Required action: The expected answer is the full listing, repeated exactly and free of images.

Data extracts:
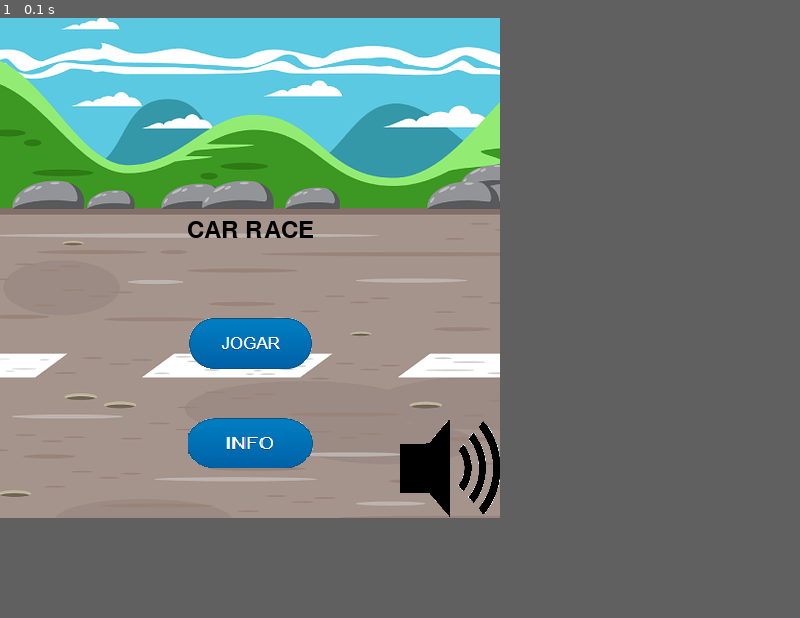
Above: before the commit, frame 1.
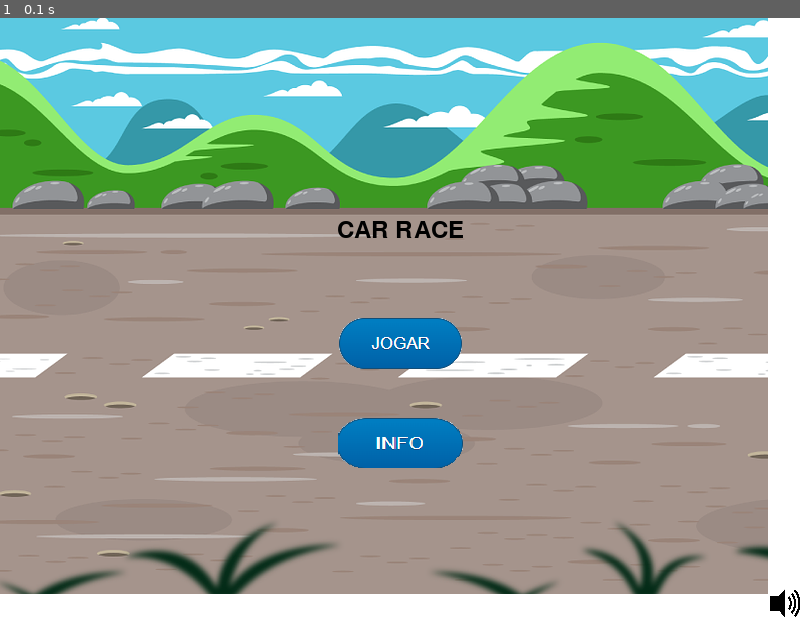
Above: after the commit, the same moment.

Repository: MatheuAlves/JogoControle1
Game: pygame game, started from menu.py
Same seed, same stepped clock (60 frames per second), same inputs: the game is played once before the commit and once after it.
Inputs:
- Up to frame 1 (0.1 s): no input
The window is 500x500 before the commit and 800x600 after it. Grey fills any space a smaller window leaves; there, only what the larger window draws over its background counts as a difference.

The runs differ from the first frame. In frame 1, 27% of the frame differs, in the area x 0-100%, y 0-100%.

Commit message:
entrelaçadas telas do jogo

Diff:
--- a/forms.py
+++ b/forms.py
@@ -1,12 +1,16 @@
 import pygame
 import sys
+import subprocess
+import time
 
 # Iniciar o Pygame
 pygame.init()
 
 # Configurações da tela do Pygame
-width, height = 800, 600
-screen = pygame.display.set_mode((width, height))
+width = 800
+height = 600
+screen_size = (width, height)
+screen = pygame.display.set_mode(screen_size)
 pygame.display.set_caption("Pygame Form")
 
 # Cores
@@ -26,6 +30,17 @@
 
     text_surface = font.render(text, True, white)
     surface.blit(text_surface, (x + 30, y))
+
+    # Texto
+    text = font.render('Aperte espaço para iniciar o jogo', True, black)
+    text_rect = text.get_rect(center=(width / 2, 450))
+
+    # Desenhar retângulo branco de fundo
+    pygame.draw.rect(screen, white, (0, 400, width , 100))
+
+    # Desenhar o texto no centro da tela
+    screen.blit(text, text_rect)
+
 
 # Loop principal do Pygame
 running = True
@@ -59,6 +74,20 @@
                 else:
                     selected_option["D"] = True
                     selected_option["P"] = True
+    # Verificar se a tecla de espaço foi pressionada
+    keys = pygame.key.get_pressed()
+    if keys[pygame.K_SPACE]:
+        running = False
+        # Fechar a janela antes de abrir o subprocesso
+        pygame.quit()
+
+        # Adicionar um pequeno atraso para garantir que a janela seja fechada antes de abrir o subprocesso
+        time.sleep(0.5)
+        subprocess.run(["python", "game.py"])  # Executar o script 'jogo.py'
+        # Finalizar o Pygame
+        pygame.quit()
+        sys.exit()
+
 
     # Limpar a tela
     screen.fill(black)
--- a/game.py
+++ b/game.py
@@ -1,12 +1,13 @@
 import pygame
 from pygame.locals import *
 import random
+import subprocess
+import time
 
 pygame.init()
-
 # create the window
-width = 500
-height = 500
+width = 800
+height = 600
 screen_size = (width, height)
 screen = pygame.display.set_mode(screen_size)
 pygame.display.set_caption('Car Game')
@@ -23,17 +24,17 @@
 marker_height = 50
 
 # lane coordinates
-lane1 = 100
-lane2 = 390
+lane1 = 200
+lane2 = 590
 
 # road and edge markers
-road1 = (0, 0, road_width, height)
-road2 = (300, 0, road_width, height)
-left_edge_marker = (0, 0, marker_width, height)
-right_edge_marker = (200, 0, marker_width, height)
-
-left_edge_marker2 = (290, 0, marker_width, height)
-right_edge_marker2 = (490, 0, marker_width, height)
+road1 = (100, 0, road_width, height)
+road2 = (500, 0, road_width, height)
+left_edge_marker = (100, 0, marker_width, height)
+right_edge_marker = (300, 0, marker_width, height)
+
+left_edge_marker2 = (490, 0, marker_width, height)
+right_edge_marker2 = (690, 0, marker_width, height)
 
 # for animating movement of the lane markers
 lane_marker_move_y1 = 0
@@ -133,19 +134,19 @@
     font = pygame.font.Font(pygame.font.get_default_font(), 16)
     text = font.render('Distância 1: {:.2f}'.format(distancia1), True, white)
     text_rect = text.get_rect()
-    text_rect.center = (55, 380)
+    text_rect.center = (200, 590)
     screen.blit(text, text_rect)
 
     text2 = font.render('Distância 2: {:.2f}'.format(distancia2), True, white)
     text_rect2 = text2.get_rect()
-    text_rect2.center = (350, 380)
+    text_rect2.center = (590, 590)
     screen.blit(text2, text_rect2)
 
     # Crie uma superfície de texto para exibir o tempo
     font = pygame.font.Font(pygame.font.get_default_font(), 16)
     text_tempo = font.render('Tempo: {:.2f} s'.format(tempo), True, white)
     text_rect_tempo = text_tempo.get_rect()
-    text_rect_tempo.center = (width // 2, 20)
+    text_rect_tempo.center = (width // 2, 590)
 
     # Desenhe a superfície de texto na tela
     screen.blit(text_tempo, text_rect_tempo)
@@ -200,6 +201,14 @@
                     speed2 = random.randint(3, 6)
                     player1.rect.center = [player1_x, player_y]
                     player2.rect.center = [player2_x, player_y]
+
+                    # Fechar a janela antes de abrir o subprocesso
+                    pygame.quit()
+
+                    # Adicionar um pequeno atraso para garantir que a janela seja fechada antes de abrir o subprocesso
+                    time.sleep(0.5)
+
+                    subprocess.run(["python", "forms.py"])  # Executar o script 'jogo.py'
                 elif event.key == K_n:
                     # exit the loops
                     gameover = False
--- a/menu.py
+++ b/menu.py
@@ -1,13 +1,14 @@
 import pygame
 import sys
 import subprocess
-
+import time
 
 # Inicialização do Pygame
 pygame.init()
 
 # Configurações da tela
-width, height = 500, 500
+width = 800
+height = 600
 screen_size = (width, height)
 screen = pygame.display.set_mode(screen_size)
 pygame.display.set_caption("Menu Pygame")
@@ -23,10 +24,10 @@
 info_button_image = pygame.transform.scale(info_button_image, (125, 50))
 # Imagem do botão de mudo quando o som está ativado
 sound_button_image = pygame.image.load("images/sound.png")
-sound_button_image = pygame.transform.scale(sound_button_image, (100, 100))
+sound_button_image = pygame.transform.scale(sound_button_image, (30, 30))
 # Imagem do botão de mudo quando o som está mudo
 muted_button_image = pygame.image.load("images/mute.png")
-muted_button_image = pygame.transform.scale(muted_button_image, (100, 100))
+muted_button_image = pygame.transform.scale(muted_button_image, (30, 30))
 
 # Carregando fonte
 font = pygame.font.Font(None, 36)
@@ -50,7 +51,12 @@
             if play_button_rect.collidepoint(event.pos):
                 if play_button_rect.collidepoint(event.pos):
                     pygame.mixer.Sound("songs/confirm.mp3").play()
-                    subprocess.run(["python", "game.py"])  # Executar o script 'jogo.py'
+                    # Fechar a janela antes de abrir o subprocesso
+                    pygame.quit()
+
+                    # Adicionar um pequeno atraso para garantir que a janela seja fechada antes de abrir o subprocesso
+                    time.sleep(0.5)
+                    subprocess.run(["python", "forms.py"])  # Executar o script 'jogo.py'
                     running = False
                     break
 
@@ -73,9 +79,9 @@
 
     # Escolha a imagem do botão de mudo com base no estado de is_muted
     if is_muted:
-        mute_button_rect = screen.blit(muted_button_image, (400, 400))
+        mute_button_rect = screen.blit(muted_button_image, (770, 570))
     else:
-        mute_button_rect = screen.blit(sound_button_image, (400, 400))
+        mute_button_rect = screen.blit(sound_button_image, (770, 570))
 
     # Título "CAR RACE" acima do botão "Jogar"
     title_text = font.render("CAR RACE", True, BLACK)
--- a/plot_pygame.py
+++ b/plot_pygame.py
@@ -76,7 +76,7 @@
 
     trans_cont = STEP_VALUE * clt.tf(num, den)
     #trans_disc = clt.sample_system(trans_cont, SAMPLE_TIME, method='zoh')
-    #time_interval = np.arange(0, TOTAL_TIME + SAMPLE_TIME, SAMPLE_TIME)
+    time_interval = np.arange(0, TOTAL_TIME + SAMPLE_TIME, SAMPLE_TIME)
     yout, xout = clt.step(trans_cont, time_interval)
     #yout, xout = clt.step(trans_disc, time_interval)

Problem solution:
Above: before the commit, frame 1.
Above: after the commit, the same moment.

Repository: MatheuAlves/JogoControle1
Game: pygame game, started from menu.py
Same seed, same stepped clock (60 frames per second), same inputs: the game is played once before the commit and once after it.
Inputs:
- Up to frame 1 (0.1 s): no input
The window is 500x500 before the commit and 800x600 after it. Grey fills any space a smaller window leaves; there, only what the larger window draws over its background counts as a difference.

The runs differ from the first frame. In frame 1, 27% of the frame differs, in the area x 0-100%, y 0-100%.

Commit message:
entrelaçadas telas do jogo

Diff:
--- a/forms.py
+++ b/forms.py
@@ -1,12 +1,16 @@
 import pygame
 import sys
+import subprocess
+import time
 
 # Iniciar o Pygame
 pygame.init()
 
 # Configurações da tela do Pygame
-width, height = 800, 600
-screen = pygame.display.set_mode((width, height))
+width = 800
+height = 600
+screen_size = (width, height)
+screen = pygame.display.set_mode(screen_size)
 pygame.display.set_caption("Pygame Form")
 
 # Cores
@@ -26,6 +30,17 @@
 
     text_surface = font.render(text, True, white)
     surface.blit(text_surface, (x + 30, y))
+
+    # Texto
+    text = font.render('Aperte espaço para iniciar o jogo', True, black)
+    text_rect = text.get_rect(center=(width / 2, 450))
+
+    # Desenhar retângulo branco de fundo
+    pygame.draw.rect(screen, white, (0, 400, width , 100))
+
+    # Desenhar o texto no centro da tela
+    screen.blit(text, text_rect)
+
 
 # Loop principal do Pygame
 running = True
@@ -59,6 +74,20 @@
                 else:
                     selected_option["D"] = True
                     selected_option["P"] = True
+    # Verificar se a tecla de espaço foi pressionada
+    keys = pygame.key.get_pressed()
+    if keys[pygame.K_SPACE]:
+        running = False
+        # Fechar a janela antes de abrir o subprocesso
+        pygame.quit()
+
+        # Adicionar um pequeno atraso para garantir que a janela seja fechada antes de abrir o subprocesso
+        time.sleep(0.5)
+        subprocess.run(["python", "game.py"])  # Executar o script 'jogo.py'
+        # Finalizar o Pygame
+        pygame.quit()
+        sys.exit()
+
 
     # Limpar a tela
     screen.fill(black)
--- a/game.py
+++ b/game.py
@@ -1,12 +1,13 @@
 import pygame
 from pygame.locals import *
 import random
+import subprocess
+import time
 
 pygame.init()
-
 # create the window
-width = 500
-height = 500
+width = 800
+height = 600
 screen_size = (width, height)
 screen = pygame.display.set_mode(screen_size)
 pygame.display.set_caption('Car Game')
@@ -23,17 +24,17 @@
 marker_height = 50
 
 # lane coordinates
-lane1 = 100
-lane2 = 390
+lane1 = 200
+lane2 = 590
 
 # road and edge markers
-road1 = (0, 0, road_width, height)
-road2 = (300, 0, road_width, height)
-left_edge_marker = (0, 0, marker_width, height)
-right_edge_marker = (200, 0, marker_width, height)
-
-left_edge_marker2 = (290, 0, marker_width, height)
-right_edge_marker2 = (490, 0, marker_width, height)
+road1 = (100, 0, road_width, height)
+road2 = (500, 0, road_width, height)
+left_edge_marker = (100, 0, marker_width, height)
+right_edge_marker = (300, 0, marker_width, height)
+
+left_edge_marker2 = (490, 0, marker_width, height)
+right_edge_marker2 = (690, 0, marker_width, height)
 
 # for animating movement of the lane markers
 lane_marker_move_y1 = 0
@@ -133,19 +134,19 @@
     font = pygame.font.Font(pygame.font.get_default_font(), 16)
     text = font.render('Distância 1: {:.2f}'.format(distancia1), True, white)
     text_rect = text.get_rect()
-    text_rect.center = (55, 380)
+    text_rect.center = (200, 590)
     screen.blit(text, text_rect)
 
     text2 = font.render('Distância 2: {:.2f}'.format(distancia2), True, white)
     text_rect2 = text2.get_rect()
-    text_rect2.center = (350, 380)
+    text_rect2.center = (590, 590)
     screen.blit(text2, text_rect2)
 
     # Crie uma superfície de texto para exibir o tempo
     font = pygame.font.Font(pygame.font.get_default_font(), 16)
     text_tempo = font.render('Tempo: {:.2f} s'.format(tempo), True, white)
     text_rect_tempo = text_tempo.get_rect()
-    text_rect_tempo.center = (width // 2, 20)
+    text_rect_tempo.center = (width // 2, 590)
 
     # Desenhe a superfície de texto na tela
     screen.blit(text_tempo, text_rect_tempo)
@@ -200,6 +201,14 @@
                     speed2 = random.randint(3, 6)
                     player1.rect.center = [player1_x, player_y]
                     player2.rect.center = [player2_x, player_y]
+
+                    # Fechar a janela antes de abrir o subprocesso
+                    pygame.quit()
+
+                    # Adicionar um pequeno atraso para garantir que a janela seja fechada antes de abrir o subprocesso
+                    time.sleep(0.5)
+
+                    subprocess.run(["python", "forms.py"])  # Executar o script 'jogo.py'
                 elif event.key == K_n:
                     # exit the loops
                     gameover = False
--- a/menu.py
+++ b/menu.py
@@ -1,13 +1,14 @@
 import pygame
 import sys
 import subprocess
-
+import time
 
 # Inicialização do Pygame
 pygame.init()
 
 # Configurações da tela
-width, height = 500, 500
+width = 800
+height = 600
 screen_size = (width, height)
 screen = pygame.display.set_mode(screen_size)
 pygame.display.set_caption("Menu Pygame")
@@ -23,10 +24,10 @@
 info_button_image = pygame.transform.scale(info_button_image, (125, 50))
 # Imagem do botão de mudo quando o som está ativado
 sound_button_image = pygame.image.load("images/sound.png")
-sound_button_image = pygame.transform.scale(sound_button_image, (100, 100))
+sound_button_image = pygame.transform.scale(sound_button_image, (30, 30))
 # Imagem do botão de mudo quando o som está mudo
 muted_button_image = pygame.image.load("images/mute.png")
-muted_button_image = pygame.transform.scale(muted_button_image, (100, 100))
+muted_button_image = pygame.transform.scale(muted_button_image, (30, 30))
 
 # Carregando fonte
 font = pygame.font.Font(None, 36)
@@ -50,7 +51,12 @@
             if play_button_rect.collidepoint(event.pos):
                 if play_button_rect.collidepoint(event.pos):
                     pygame.mixer.Sound("songs/confirm.mp3").play()
-                    subprocess.run(["python", "game.py"])  # Executar o script 'jogo.py'
+                    # Fechar a janela antes de abrir o subprocesso
+                    pygame.quit()
+
+                    # Adicionar um pequeno atraso para garantir que a janela seja fechada antes de abrir o subprocesso
+                    time.sleep(0.5)
+                    subprocess.run(["python", "forms.py"])  # Executar o script 'jogo.py'
                     running = False
                     break
 
@@ -73,9 +79,9 @@
 
     # Escolha a imagem do botão de mudo com base no estado de is_muted
     if is_muted:
-        mute_button_rect = screen.blit(muted_button_image, (400, 400))
+        mute_button_rect = screen.blit(muted_button_image, (770, 570))
     else:
-        mute_button_rect = screen.blit(sound_button_image, (400, 400))
+        mute_button_rect = screen.blit(sound_button_image, (770, 570))
 
     # Título "CAR RACE" acima do botão "Jogar"
     title_text = font.render("CAR RACE", True, BLACK)
--- a/plot_pygame.py
+++ b/plot_pygame.py
@@ -76,7 +76,7 @@
 
     trans_cont = STEP_VALUE * clt.tf(num, den)
     #trans_disc = clt.sample_system(trans_cont, SAMPLE_TIME, method='zoh')
-    #time_interval = np.arange(0, TOTAL_TIME + SAMPLE_TIME, SAMPLE_TIME)
+    time_interval = np.arange(0, TOTAL_TIME + SAMPLE_TIME, SAMPLE_TIME)
     yout, xout = clt.step(trans_cont, time_interval)
     #yout, xout = clt.step(trans_disc, time_interval)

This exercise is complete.